Don't You Cry(33)



All of that makes perfect sense.

What makes no sense to me is why I follow him.





My Dearest, I’ve forgotten many things. But there are many more I will always remember: your voice, your smile, your eyes. The way you smelled, what it felt like when your hands first touched mine.

I didn’t ask for you. You should have just gone away like I asked you to. Like I told you to. Just go. But you didn’t go, and then you were there, and there was nothing I could do.

You stayed until it was me who had to go.

I wonder, sometimes, if you even remember me.

Do you remember me?

All my love,





EV





Quinn

There are few worthwhile lessons I actually remember my mother teaching me. Don’t pick your pimples, they’ll scar. And Floss your teeth. You don’t want to lose your teeth before you turn thirty-five. That’s what she said, citing cavities and gingivitis as the cause of tooth loss.
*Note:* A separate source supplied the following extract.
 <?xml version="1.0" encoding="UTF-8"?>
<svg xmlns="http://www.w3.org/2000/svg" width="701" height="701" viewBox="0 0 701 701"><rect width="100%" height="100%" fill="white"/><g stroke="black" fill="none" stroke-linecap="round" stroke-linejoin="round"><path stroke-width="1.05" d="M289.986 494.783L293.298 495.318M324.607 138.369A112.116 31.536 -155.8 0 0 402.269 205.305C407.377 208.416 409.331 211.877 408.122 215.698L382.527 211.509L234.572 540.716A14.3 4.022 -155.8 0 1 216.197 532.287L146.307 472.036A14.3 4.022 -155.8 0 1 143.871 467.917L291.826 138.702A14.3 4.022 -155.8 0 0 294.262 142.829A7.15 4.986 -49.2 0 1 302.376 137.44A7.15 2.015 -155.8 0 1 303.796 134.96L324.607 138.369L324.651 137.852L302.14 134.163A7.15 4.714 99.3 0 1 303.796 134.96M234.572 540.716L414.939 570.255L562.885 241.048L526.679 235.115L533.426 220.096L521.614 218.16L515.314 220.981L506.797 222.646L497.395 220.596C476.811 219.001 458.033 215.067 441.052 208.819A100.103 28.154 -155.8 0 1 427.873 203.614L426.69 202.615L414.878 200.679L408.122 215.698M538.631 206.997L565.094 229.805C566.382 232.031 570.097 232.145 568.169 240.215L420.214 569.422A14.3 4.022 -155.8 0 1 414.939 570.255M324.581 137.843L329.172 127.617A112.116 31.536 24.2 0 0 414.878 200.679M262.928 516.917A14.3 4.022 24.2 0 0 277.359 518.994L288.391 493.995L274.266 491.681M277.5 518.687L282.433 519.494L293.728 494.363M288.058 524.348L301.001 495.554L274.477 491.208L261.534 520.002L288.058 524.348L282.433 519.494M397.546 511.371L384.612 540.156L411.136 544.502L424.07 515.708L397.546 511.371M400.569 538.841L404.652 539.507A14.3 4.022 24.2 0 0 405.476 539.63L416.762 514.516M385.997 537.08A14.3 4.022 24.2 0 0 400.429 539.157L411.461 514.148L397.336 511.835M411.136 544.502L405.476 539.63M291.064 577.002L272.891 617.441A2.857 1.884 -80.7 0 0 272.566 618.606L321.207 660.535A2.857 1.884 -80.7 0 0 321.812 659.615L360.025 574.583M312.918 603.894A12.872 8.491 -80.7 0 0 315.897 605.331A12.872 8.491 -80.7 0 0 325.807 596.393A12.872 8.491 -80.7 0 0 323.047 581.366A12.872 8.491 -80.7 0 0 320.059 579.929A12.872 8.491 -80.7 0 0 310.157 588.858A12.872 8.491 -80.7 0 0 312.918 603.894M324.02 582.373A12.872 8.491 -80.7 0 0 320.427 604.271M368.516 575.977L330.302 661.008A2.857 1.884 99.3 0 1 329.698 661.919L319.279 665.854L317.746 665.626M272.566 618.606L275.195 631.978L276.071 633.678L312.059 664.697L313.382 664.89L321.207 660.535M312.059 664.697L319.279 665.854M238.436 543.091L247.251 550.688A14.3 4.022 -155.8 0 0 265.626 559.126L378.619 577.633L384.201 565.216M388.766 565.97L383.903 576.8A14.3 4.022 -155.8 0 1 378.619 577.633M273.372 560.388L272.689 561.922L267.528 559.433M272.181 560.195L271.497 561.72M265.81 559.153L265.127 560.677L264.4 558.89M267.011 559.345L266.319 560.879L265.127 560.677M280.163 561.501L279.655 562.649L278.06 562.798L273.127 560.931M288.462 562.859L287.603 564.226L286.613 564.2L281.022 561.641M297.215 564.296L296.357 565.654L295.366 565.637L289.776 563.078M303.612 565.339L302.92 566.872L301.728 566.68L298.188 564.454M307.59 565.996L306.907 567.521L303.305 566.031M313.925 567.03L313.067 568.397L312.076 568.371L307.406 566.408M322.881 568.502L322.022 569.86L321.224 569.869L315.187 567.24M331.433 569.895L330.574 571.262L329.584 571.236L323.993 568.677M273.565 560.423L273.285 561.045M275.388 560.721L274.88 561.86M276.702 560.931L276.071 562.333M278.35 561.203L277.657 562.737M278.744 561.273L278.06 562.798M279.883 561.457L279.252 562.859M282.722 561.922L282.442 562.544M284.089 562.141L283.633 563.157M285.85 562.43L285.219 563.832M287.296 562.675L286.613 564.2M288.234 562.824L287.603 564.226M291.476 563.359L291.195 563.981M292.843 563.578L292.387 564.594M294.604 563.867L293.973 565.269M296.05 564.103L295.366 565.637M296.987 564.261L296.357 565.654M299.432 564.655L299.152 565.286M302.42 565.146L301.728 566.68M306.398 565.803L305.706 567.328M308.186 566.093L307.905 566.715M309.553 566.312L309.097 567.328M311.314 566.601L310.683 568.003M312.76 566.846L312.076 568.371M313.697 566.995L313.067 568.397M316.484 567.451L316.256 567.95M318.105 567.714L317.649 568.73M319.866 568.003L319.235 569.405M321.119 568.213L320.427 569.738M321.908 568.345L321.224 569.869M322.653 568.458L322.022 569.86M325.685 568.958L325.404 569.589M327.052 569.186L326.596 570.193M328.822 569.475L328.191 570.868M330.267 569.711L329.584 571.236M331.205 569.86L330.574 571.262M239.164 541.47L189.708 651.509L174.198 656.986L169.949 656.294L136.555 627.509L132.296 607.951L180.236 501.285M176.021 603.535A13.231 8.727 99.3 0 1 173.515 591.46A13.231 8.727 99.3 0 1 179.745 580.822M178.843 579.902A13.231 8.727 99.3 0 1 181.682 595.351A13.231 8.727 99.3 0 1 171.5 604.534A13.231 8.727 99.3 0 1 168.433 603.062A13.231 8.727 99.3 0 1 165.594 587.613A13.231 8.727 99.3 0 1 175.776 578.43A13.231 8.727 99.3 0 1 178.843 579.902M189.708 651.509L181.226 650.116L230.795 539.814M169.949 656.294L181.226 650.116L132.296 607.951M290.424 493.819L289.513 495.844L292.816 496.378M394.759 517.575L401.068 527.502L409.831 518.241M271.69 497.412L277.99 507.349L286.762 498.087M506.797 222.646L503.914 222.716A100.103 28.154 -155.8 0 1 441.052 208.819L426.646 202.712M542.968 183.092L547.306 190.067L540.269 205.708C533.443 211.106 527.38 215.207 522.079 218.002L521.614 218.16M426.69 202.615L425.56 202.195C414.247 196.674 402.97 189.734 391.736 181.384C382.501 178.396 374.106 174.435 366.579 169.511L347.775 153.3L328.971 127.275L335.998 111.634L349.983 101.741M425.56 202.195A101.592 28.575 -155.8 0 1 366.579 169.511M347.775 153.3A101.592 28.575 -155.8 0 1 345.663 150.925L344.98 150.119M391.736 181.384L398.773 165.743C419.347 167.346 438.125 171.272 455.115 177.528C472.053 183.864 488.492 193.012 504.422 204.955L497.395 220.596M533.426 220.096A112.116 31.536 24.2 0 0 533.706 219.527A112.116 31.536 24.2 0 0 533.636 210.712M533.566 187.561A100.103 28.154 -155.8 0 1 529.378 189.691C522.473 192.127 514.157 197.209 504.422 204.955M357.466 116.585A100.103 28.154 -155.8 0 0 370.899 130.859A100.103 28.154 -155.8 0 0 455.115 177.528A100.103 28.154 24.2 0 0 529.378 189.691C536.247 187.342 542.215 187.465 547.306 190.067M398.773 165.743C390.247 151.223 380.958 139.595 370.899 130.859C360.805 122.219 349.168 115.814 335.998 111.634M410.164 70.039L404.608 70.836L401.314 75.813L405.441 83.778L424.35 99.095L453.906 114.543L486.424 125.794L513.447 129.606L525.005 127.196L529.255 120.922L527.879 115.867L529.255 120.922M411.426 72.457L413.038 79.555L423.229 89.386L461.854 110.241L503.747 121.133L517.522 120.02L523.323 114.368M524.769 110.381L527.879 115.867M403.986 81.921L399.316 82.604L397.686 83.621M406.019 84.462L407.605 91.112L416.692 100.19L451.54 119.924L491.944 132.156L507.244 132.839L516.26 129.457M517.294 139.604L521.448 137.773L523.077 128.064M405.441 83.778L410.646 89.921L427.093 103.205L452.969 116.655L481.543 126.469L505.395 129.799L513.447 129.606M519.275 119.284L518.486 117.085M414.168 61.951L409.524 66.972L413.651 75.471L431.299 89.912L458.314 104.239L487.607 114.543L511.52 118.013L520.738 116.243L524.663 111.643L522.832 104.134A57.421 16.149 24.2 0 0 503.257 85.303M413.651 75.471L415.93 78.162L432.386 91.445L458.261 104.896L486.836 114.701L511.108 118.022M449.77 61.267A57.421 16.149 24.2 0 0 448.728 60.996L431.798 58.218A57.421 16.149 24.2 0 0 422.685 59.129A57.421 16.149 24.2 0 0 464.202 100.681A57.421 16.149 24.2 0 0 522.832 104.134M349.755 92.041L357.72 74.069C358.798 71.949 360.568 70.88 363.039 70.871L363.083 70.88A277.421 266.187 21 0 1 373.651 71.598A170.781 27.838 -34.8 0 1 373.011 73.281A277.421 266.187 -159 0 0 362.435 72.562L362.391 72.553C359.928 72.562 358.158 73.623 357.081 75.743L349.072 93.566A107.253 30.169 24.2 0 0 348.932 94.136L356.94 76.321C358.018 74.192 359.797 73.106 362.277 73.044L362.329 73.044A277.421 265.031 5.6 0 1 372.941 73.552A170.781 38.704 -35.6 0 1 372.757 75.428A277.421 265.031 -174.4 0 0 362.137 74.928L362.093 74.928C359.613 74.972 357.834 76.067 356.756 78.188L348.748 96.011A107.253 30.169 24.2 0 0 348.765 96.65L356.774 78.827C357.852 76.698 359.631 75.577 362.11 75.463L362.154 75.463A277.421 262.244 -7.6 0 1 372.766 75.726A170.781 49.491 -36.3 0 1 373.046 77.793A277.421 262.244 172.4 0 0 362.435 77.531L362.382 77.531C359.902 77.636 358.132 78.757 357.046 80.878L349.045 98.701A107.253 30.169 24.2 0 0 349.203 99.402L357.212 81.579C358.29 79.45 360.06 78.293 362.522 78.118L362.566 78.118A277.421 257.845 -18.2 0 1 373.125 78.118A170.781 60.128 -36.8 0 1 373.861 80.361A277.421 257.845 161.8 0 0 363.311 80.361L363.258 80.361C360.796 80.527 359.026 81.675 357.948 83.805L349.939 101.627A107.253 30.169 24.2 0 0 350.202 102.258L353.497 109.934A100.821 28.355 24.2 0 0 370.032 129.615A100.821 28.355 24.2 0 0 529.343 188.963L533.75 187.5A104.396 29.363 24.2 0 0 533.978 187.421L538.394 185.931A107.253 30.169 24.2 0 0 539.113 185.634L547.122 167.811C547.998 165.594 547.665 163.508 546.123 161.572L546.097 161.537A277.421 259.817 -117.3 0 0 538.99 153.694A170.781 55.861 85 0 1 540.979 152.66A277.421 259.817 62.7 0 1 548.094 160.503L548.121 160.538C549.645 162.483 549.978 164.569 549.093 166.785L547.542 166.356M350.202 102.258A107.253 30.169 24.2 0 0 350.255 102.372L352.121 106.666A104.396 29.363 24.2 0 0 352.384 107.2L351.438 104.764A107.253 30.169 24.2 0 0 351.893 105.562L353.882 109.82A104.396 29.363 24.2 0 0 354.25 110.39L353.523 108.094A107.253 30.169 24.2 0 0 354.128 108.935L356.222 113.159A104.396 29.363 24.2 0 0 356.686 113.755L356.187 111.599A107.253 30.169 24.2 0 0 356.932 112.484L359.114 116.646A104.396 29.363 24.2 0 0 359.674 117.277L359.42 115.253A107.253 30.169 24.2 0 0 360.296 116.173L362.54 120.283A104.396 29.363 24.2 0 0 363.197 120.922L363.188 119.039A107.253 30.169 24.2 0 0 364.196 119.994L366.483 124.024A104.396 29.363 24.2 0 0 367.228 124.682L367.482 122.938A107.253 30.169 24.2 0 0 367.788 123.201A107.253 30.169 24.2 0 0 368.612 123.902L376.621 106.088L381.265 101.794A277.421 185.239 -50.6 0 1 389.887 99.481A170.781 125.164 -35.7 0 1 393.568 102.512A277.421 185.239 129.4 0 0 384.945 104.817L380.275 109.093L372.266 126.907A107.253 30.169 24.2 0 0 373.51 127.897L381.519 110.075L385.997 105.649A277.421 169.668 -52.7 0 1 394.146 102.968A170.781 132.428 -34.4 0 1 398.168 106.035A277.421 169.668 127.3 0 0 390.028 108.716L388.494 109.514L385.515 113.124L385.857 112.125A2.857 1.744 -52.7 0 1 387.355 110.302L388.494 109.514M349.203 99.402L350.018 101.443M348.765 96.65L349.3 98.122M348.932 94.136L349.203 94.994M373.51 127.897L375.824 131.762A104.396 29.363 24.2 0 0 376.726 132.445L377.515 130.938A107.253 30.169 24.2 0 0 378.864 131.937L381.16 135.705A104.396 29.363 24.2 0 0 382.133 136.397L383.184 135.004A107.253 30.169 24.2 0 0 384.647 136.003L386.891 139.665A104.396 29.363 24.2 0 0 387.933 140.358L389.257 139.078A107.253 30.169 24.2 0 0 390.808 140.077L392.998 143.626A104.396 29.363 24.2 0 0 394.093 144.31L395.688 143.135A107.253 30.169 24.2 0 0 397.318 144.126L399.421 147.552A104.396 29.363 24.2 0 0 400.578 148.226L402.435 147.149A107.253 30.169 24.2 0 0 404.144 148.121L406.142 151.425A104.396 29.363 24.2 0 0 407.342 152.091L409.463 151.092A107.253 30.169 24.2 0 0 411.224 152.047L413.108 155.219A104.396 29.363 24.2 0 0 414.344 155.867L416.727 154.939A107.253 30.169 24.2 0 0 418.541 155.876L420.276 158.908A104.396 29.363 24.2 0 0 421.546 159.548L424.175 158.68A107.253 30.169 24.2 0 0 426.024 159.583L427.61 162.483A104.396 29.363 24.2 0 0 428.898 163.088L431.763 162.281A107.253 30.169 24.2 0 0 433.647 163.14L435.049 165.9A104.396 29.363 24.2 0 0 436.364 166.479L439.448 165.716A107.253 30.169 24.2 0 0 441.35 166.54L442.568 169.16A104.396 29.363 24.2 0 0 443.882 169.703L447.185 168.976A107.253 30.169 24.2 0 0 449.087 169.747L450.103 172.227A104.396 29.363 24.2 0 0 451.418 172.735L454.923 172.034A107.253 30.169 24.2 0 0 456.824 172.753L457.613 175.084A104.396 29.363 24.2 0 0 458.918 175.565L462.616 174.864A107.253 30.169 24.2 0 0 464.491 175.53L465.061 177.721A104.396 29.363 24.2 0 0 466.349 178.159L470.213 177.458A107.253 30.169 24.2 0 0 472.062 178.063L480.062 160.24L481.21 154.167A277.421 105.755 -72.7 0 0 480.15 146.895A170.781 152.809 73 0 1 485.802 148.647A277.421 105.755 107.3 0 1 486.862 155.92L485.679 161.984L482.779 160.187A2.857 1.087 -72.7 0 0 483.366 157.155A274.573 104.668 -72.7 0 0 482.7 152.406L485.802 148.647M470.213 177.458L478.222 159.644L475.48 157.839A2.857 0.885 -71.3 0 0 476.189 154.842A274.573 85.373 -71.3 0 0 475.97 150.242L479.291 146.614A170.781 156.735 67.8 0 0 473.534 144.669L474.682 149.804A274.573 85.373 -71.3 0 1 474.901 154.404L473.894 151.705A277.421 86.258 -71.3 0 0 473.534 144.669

There was also the fact of bad breath, and how bad breath scared eligible bachelors away, and I didn’t want to be a spinster forever, did I? That’s what Mom asked those nights she hovered in the doorway to the bathroom in our split-level suburban home, insisting that I floss my teeth. I was about twelve years old and already she was picturing me as an old spinster living alone with a thousand cats.

But there was one lesson that stood out above the rest. One good one. I was fifteen. I’d gotten into a fight with my best friend, Carrie, of eleven years over something as inane as a boy. I had my heart set on asking some football jock to the high school’s turnabout dance, but she asked him before I had the chance. You snooze, you lose, Carrie had said to me, and it was in that moment I decided we’d no longer be friends. What I wanted to do was scream at her, berate her in public, start some hideous catfight in the crowded halls of our public high school, pulling hair and arousing our retractable feline claws so we could scratch each other’s eyes out while scores of teenagers watched, picking sides and jeering us on.

But my mother wisely cautioned that this would help nothing. She was right. Carrie was bigger than me, for one. She was tall, an athlete, a basketball and volleyball player to boot. She could kick my ass if given the chance, and so I didn’t dare give her the chance.

Instead, my mother suggested I write notes to my friend-turned-archenemy, Carrie. “Jot your feelings down on paper. Tell her how you’re feeling,” she said, with the PS: “Don’t send the letters. Don’t give them to her. Keep them to yourself. But once you get your feelings down on paper, you’ll be able to move on. You’ll be able to think through your emotions. You’ll find closure.”

And she was right. I wrote the letters, long scolding notes on lined purple notebook paper with my favorite gel pen. And in those letters I read Carrie the riot act. I tore into her, I took her into the woodshed and reamed her out. I called her names. I told her I hated her. I said I wished she’d die.

But I never gave the letters to Carrie. I wrote them and threw them away. And in the end, I felt better. I found my closure. And I found new friends, too, though never any as dear as Carrie had once been.

Until the day I met Esther.

Sitting there that day on Esther’s bedroom floor, eating my pizza, mozzarella cheese streaming down my chin, I’m absolutely certain of one thing: that’s why Esther was writing the notes to My Dearest. That was her intent, to get her emotions down on paper, to feel better, to find closure with this two-timing man who has broken her heart.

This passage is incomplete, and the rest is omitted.